While having separate API and implementation files directly exposes some extra parallelism, it also exposes the ability to have a more parallel build graph for large build systems.

Now, as Jon mentioned initially, not everyone needs this. Projects with 100s or 1000s of files may not. And it is fine to not use the features if they don't help. But we'd like the features to be available to help scale even further.

The current set of features was specifically designed based on the experience of several folks on the project scaling C++ builds, where we found exactly this separation important. As you say, we could do without it and work around any build scaling limitations. But so far the judgement call has been that the cost is reasonable and reasonably easy to avoid for users who don't need it.


There is also a completely separate reason that I at least appreciate separating API from implementation -- I find it to help me both organize my code and read the code of others. While I could in theory use tooling to extract this view, I prefer having the split directly reflecting in the source code itself, and being able to read the source code itself.

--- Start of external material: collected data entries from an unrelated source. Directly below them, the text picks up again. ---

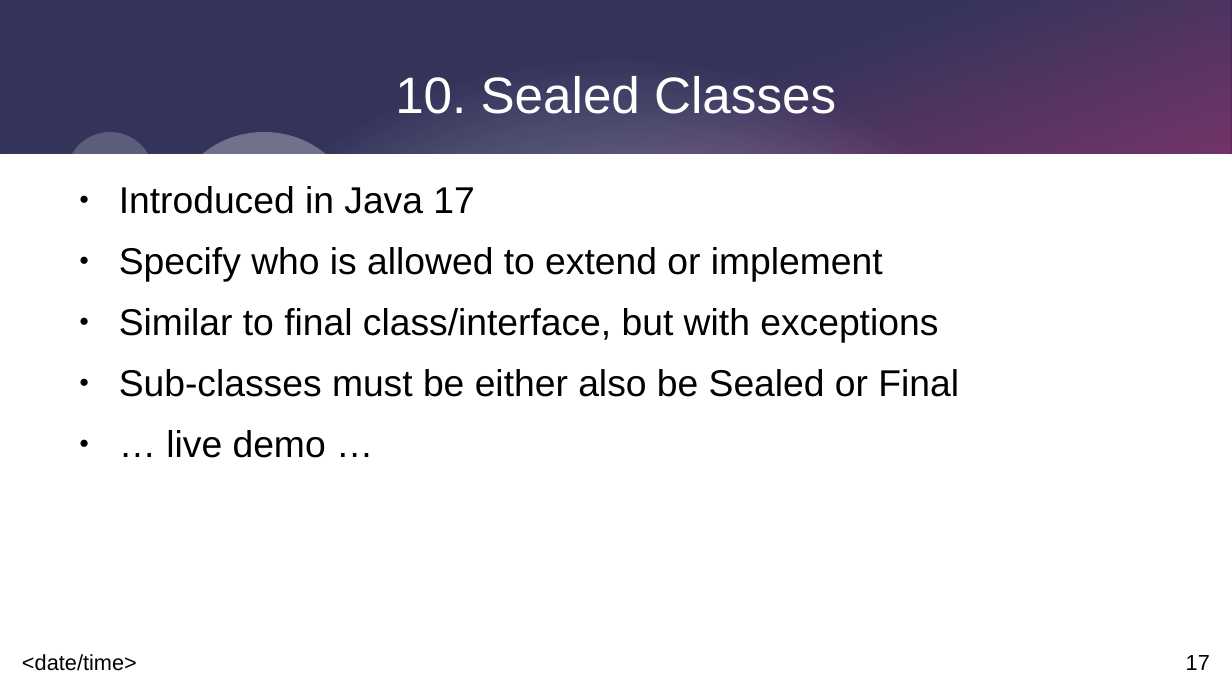
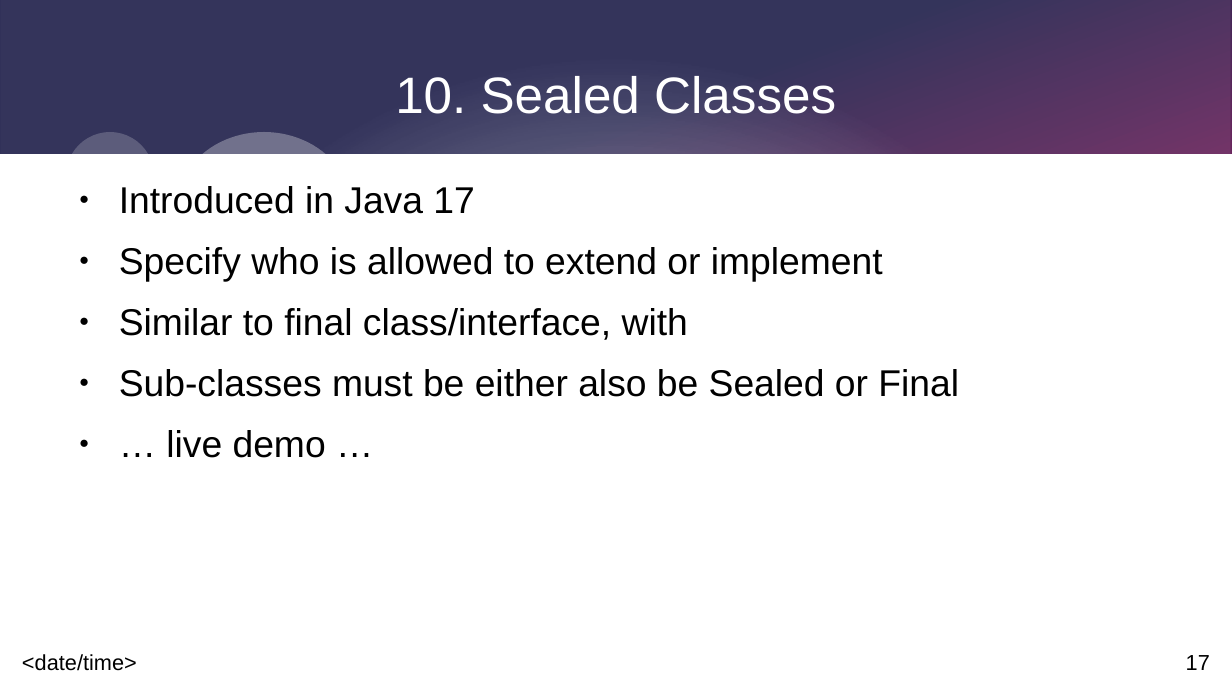
Before and after one commit to johnnyegel/Talk_JavaLatestAndGreatest, a slide deck: slide 17 of Presentation/JavaLatestAndGreatest.odp. Drawn at 1232x693 pixels with LibreOffice and Linux fonts; fonts in the diff are those of the drawing. Boxes give left, top, right and bottom in pixels: in the first picture for what was removed or moved away, otherwise in the second. Text is boxed around its words. In the diff, an @@ line names an element or a change of style, - is before the commit and + after.

```diff
--- a/Presentation/JavaLatestAndGreatest.odp
+++ b/Presentation/JavaLatestAndGreatest.odp
@@ text at (119,308,688,340): text changed @@
-● Similar to final class/interface, but with exceptions
+● Similar to final class/interface, with
```
Also in this commit, not shown: 2 other slides changed, 2 slides added, 3 other files.
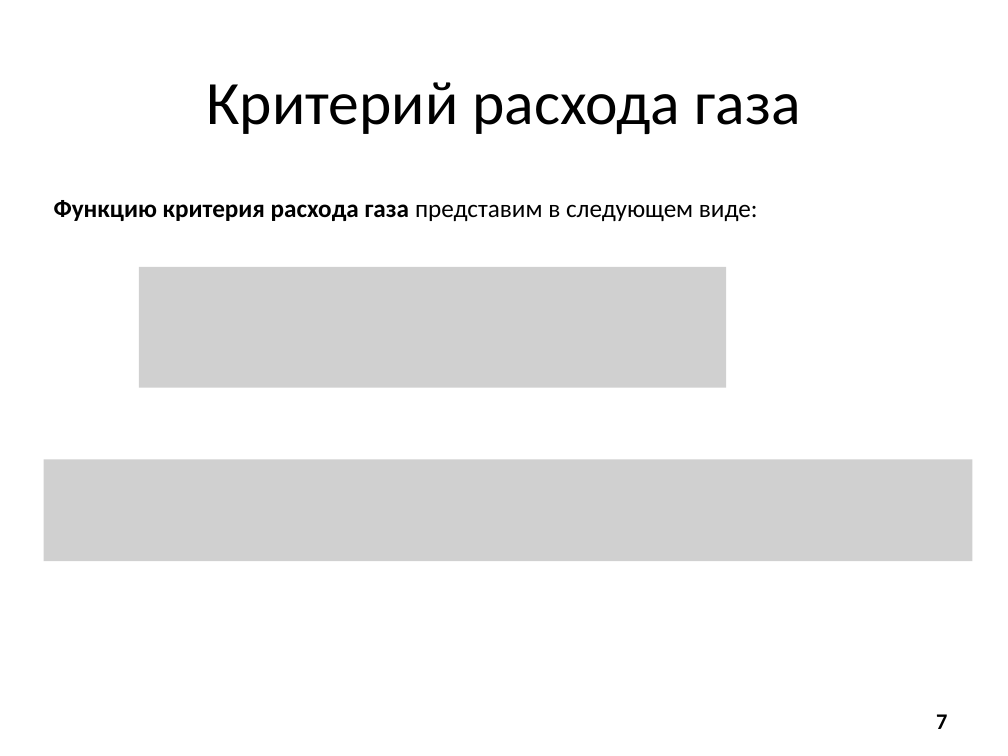
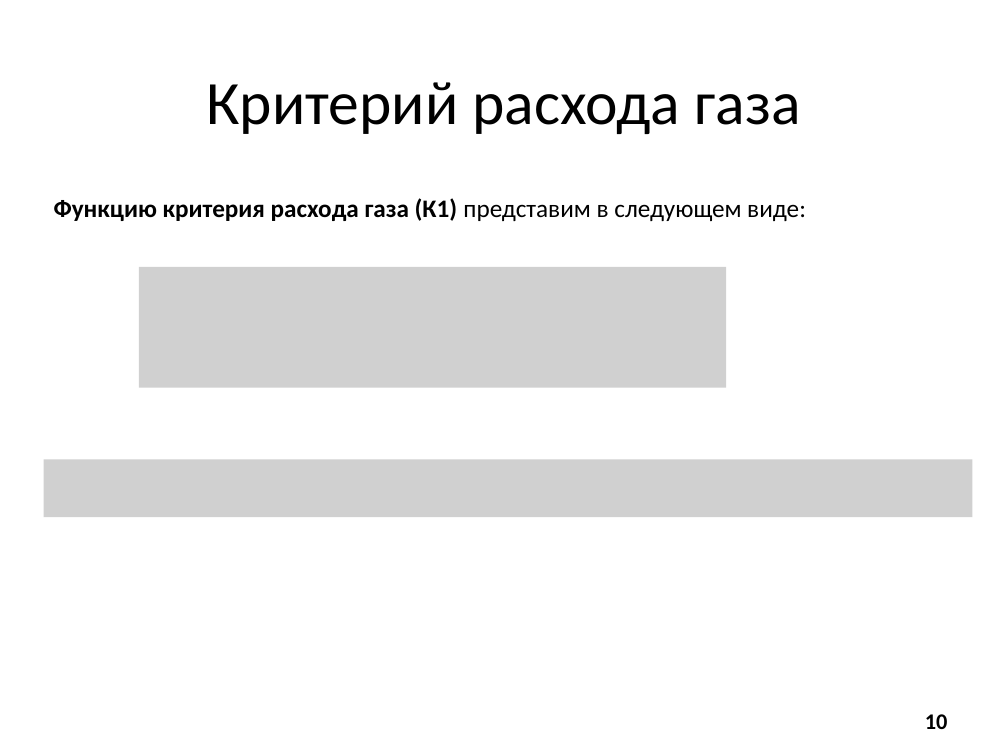
Before and after one commit to arkuzmin/diplom, a slide deck: slide 10 of optimization/4 семестр/Смотр 19.05.14/Презентация.pptx (slide 7 before the commit). Drawn at 1008x756 pixels with LibreOffice and Linux fonts; fonts in the diff are those of the drawing; grey boxes stand for pictures. Boxes give left, top, right and bottom in pixels: in the first picture for what was removed or moved away, otherwise in the second. Text is boxed around its words. In the diff, an @@ line names an element or a change of style, - is before the commit and + after.

```diff
--- a/optimization/4 семестр/Смотр 19.05.14/Презентация.pptx
+++ b/optimization/4 семестр/Смотр 19.05.14/Презентация.pptx
@@ text at (x1=54, y1=198, x2=806, y2=221): text changed @@
-Функцию критерия расхода газа представим в следующем виде:
+Функцию критерия расхода газа (К1) представим в следующем виде:
@@ picture resized from (x1=43, y1=460, x2=972, y2=561) to (x1=43, y1=460, x2=972, y2=517) @@
@@ page number at (x1=925, y1=714, x2=948, y2=729): text changed @@
-7
+10
```
Also in this commit, not shown: 11 other slides changed, 4 slides added, 1 slide removed, 2 other files.
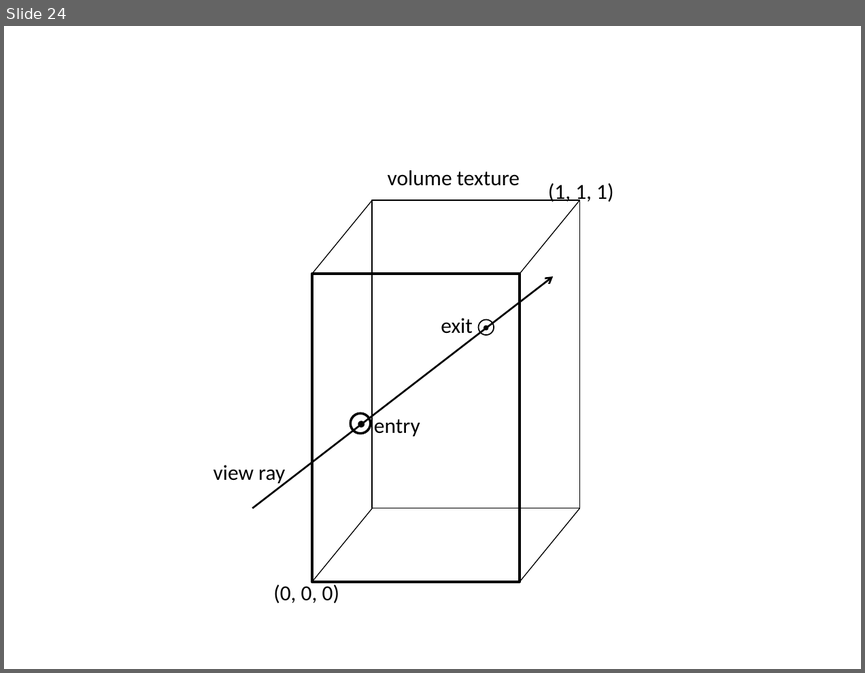
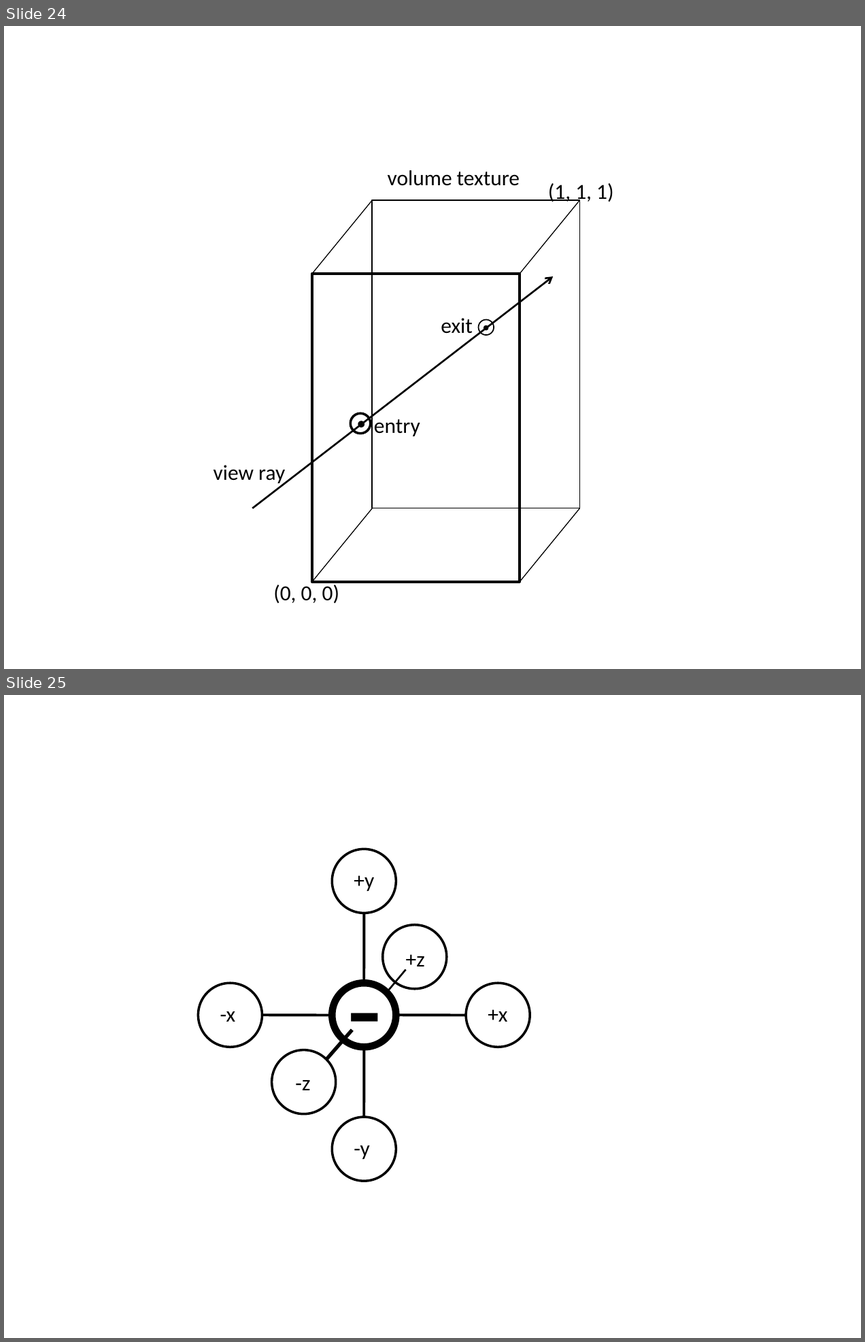
Before and after one commit to pflaumental/fluid-particles, a slide deck: thesis/drawings.pptx. Shown one above the other, each under a label of ours: slide 24 before the commit, slides 24 and 25 after it. The pictures are 865x673 and 865x1342 pixels, drawn with LibreOffice and Linux fonts; fonts in the diff are those of the drawing. Boxes give left, top, right and bottom in pixels: in the first picture for what was removed or moved away, otherwise in the second. Text is boxed around its words. In the diff, an @@ line names an element or a change of style, - is before the commit and + after.

```diff
--- a/thesis/drawings.pptx
+++ b/thesis/drawings.pptx
@@ slide 25 added at [4, 695, 861, 1338], background #FFFFFF @@
@@ ellipse added at [332, 849, 396, 913], outline #000000 2 pt @@
@@ text added at [354, 875, 374, 891], 18 pt, text #000000 @@
++y
@@ line added from (364, 983) to (364, 913), #000000 2.25 pt @@
@@ text added at [339, 932, 392, 1079], 96 pt, text #000000 @@
+-
@@ ellipse added at [383, 925, 447, 989], outline #000000 2 pt @@
@@ text added at [406, 954, 425, 970], 18 pt, text #000000 @@
++z
@@ line added from (387, 992) to (406, 969), #000000 1.5 pt @@
@@ ellipse added at [198, 983, 263, 1047], outline #000000 2 pt @@
@@ ellipse added at [332, 983, 396, 1047], outline #000000 6 pt @@
@@ ellipse added at [466, 983, 530, 1047], outline #000000 2 pt @@
@@ text added at [220, 1011, 236, 1021], 18 pt, text #000000 @@
+-x
@@ line added from (262, 1015) to (332, 1015), #000000 2.25 pt @@
@@ line added from (396, 1015) to (466, 1015), #000000 2.25 pt @@
@@ text added at [487, 1009, 507, 1021], 18 pt, text #000000 @@
++x
@@ line added from (326, 1059) to (352, 1030), #000000 3 pt @@
@@ ellipse added at [271, 1050, 336, 1114], outline #000000 2 pt @@
@@ line added from (364, 1117) to (364, 1047), #000000 2.25 pt @@
@@ text added at [295, 1080, 310, 1090], 18 pt, text #000000 @@
+-z
@@ ellipse added at [332, 1117, 396, 1181], outline #000000 2 pt @@
@@ text added at [354, 1145, 370, 1159], 18 pt, text #000000 @@
+-y
```
Also in this commit, not shown: 1 other file.

chandlerc commented 2 years ago

Let's analyse the claimed disadvantages listed in the collapse concepts proposals:

The list you give doesn't for me map to the arguments in the alternative that Jon linked to, so I'm afraid I don't follow this part of the discussion.

Vanuan commented 2 years ago

will require all dependencies, even dependencies of just the implementation details, to finish building first.

Let's analyze an example.

// main.carbon
import { PublicInterface } from './PublicInterface.carbon';
new PublicInteface();

// PublicInterface.carbon
import { ImplementationDetail } from './ImplementationDetail.carbon';

export class PublicInterface {
  PublicInterface() {
    new ImplementationDetail().doSomething();
  }
}

// ImplementationDetail.carbon
export class ImplementationDetail {
  void doSomething() {
    // ...
  }
}

So, your concern is that if we change the ImplementationDetal class, the signature of the PublicInterface class is not changed, there's no way to figure it out without analyzing ImplementationDetail? I disagree. AST parsing allows you to do a lazy evaluation of imports. You don't need to know what the imported symbol refers to for extracting the API of the PublicInteface.carbon file since it's not a part of a source code interface. Maybe you refer to a binary interface?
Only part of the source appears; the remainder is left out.